5x5 is a great strength program. If you want to add size train in the 10-12 rep range to failure.
Build your routine around DEADLIFTS and SQUATS. Work up to doing them twice a week.
Good luck.


----------



## TripleOvertime (Sep 14, 2014)

EAT. EAT. EAT.  like others said, build a base and then worry about cutting once you have put some size on.  You want to grow, you are going to have to eat big.  Eat until you are full and cant possibly eat anymore...then eat again.


----------



## chucky1 (Sep 14, 2014)

I would try and build some muscle anyway I could bro cut/bulk what ever... you look like you have never trained before, sorry Im just being honest. eat big! train hard! and take your supps. build a foundation and then go from there. good luck and don't be afraid to ask for advice.


----------



## theCaptn' (Sep 14, 2014)

Get a personal trainer if you're serious about doing it right. Worth far more than 5 years worth of supplements


----------



## rambo99 (Sep 14, 2014)

What are you going to cut to...skin and bones? You are skinny fat right now aka no muscle and too much fat. 

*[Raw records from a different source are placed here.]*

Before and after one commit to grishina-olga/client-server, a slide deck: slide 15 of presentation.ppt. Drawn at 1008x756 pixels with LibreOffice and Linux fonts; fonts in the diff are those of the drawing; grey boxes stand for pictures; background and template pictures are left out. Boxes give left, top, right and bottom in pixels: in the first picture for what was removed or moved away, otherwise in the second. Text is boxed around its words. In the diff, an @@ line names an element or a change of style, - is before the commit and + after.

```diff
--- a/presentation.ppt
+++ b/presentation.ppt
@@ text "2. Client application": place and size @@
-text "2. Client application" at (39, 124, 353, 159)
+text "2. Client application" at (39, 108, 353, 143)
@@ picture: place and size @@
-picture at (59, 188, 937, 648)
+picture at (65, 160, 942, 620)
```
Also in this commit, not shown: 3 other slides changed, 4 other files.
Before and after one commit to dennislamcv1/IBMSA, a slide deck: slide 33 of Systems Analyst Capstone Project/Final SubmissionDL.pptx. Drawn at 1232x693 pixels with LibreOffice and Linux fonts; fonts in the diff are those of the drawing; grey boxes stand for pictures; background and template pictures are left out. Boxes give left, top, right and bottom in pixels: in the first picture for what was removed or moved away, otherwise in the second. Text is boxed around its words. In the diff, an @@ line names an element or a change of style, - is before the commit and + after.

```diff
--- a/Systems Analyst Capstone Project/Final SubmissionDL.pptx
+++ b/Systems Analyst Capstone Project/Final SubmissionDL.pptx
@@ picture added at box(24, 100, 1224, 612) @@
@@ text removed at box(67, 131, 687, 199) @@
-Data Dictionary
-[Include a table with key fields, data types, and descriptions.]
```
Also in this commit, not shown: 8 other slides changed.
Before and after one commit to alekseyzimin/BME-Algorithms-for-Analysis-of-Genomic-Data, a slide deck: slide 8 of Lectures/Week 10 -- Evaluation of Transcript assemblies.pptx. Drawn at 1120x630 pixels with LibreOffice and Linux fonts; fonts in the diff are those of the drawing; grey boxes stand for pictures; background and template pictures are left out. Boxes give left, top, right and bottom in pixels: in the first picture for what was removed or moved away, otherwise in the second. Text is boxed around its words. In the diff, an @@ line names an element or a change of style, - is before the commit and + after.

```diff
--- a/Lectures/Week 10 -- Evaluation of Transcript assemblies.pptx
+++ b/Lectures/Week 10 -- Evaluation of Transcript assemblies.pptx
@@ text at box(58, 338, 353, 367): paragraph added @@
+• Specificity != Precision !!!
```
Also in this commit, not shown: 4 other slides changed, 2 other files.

Your first order of work is to start training, I don't believe you ever trained, don't feed us that 5x5 strength crap. If you really did that you would have built a foundation at least. 

Next order of business is to start eating well. Report back in a couple months once you've done these two things for the duration.


----------



## theonkilla (Sep 14, 2014)

rambo99 said:


> What are you going to cut to...skin and bones? You are skinny fat right now aka no muscle and too much fat.
> 
> Your first order of work is to start training, I don't believe you ever trained, don't feed us that 5x5 strength crap. If you really did that you would have built a foundation at least.
> 
> Next order of business is to start eating well. Report back in a couple months once you've done these two things for the duration.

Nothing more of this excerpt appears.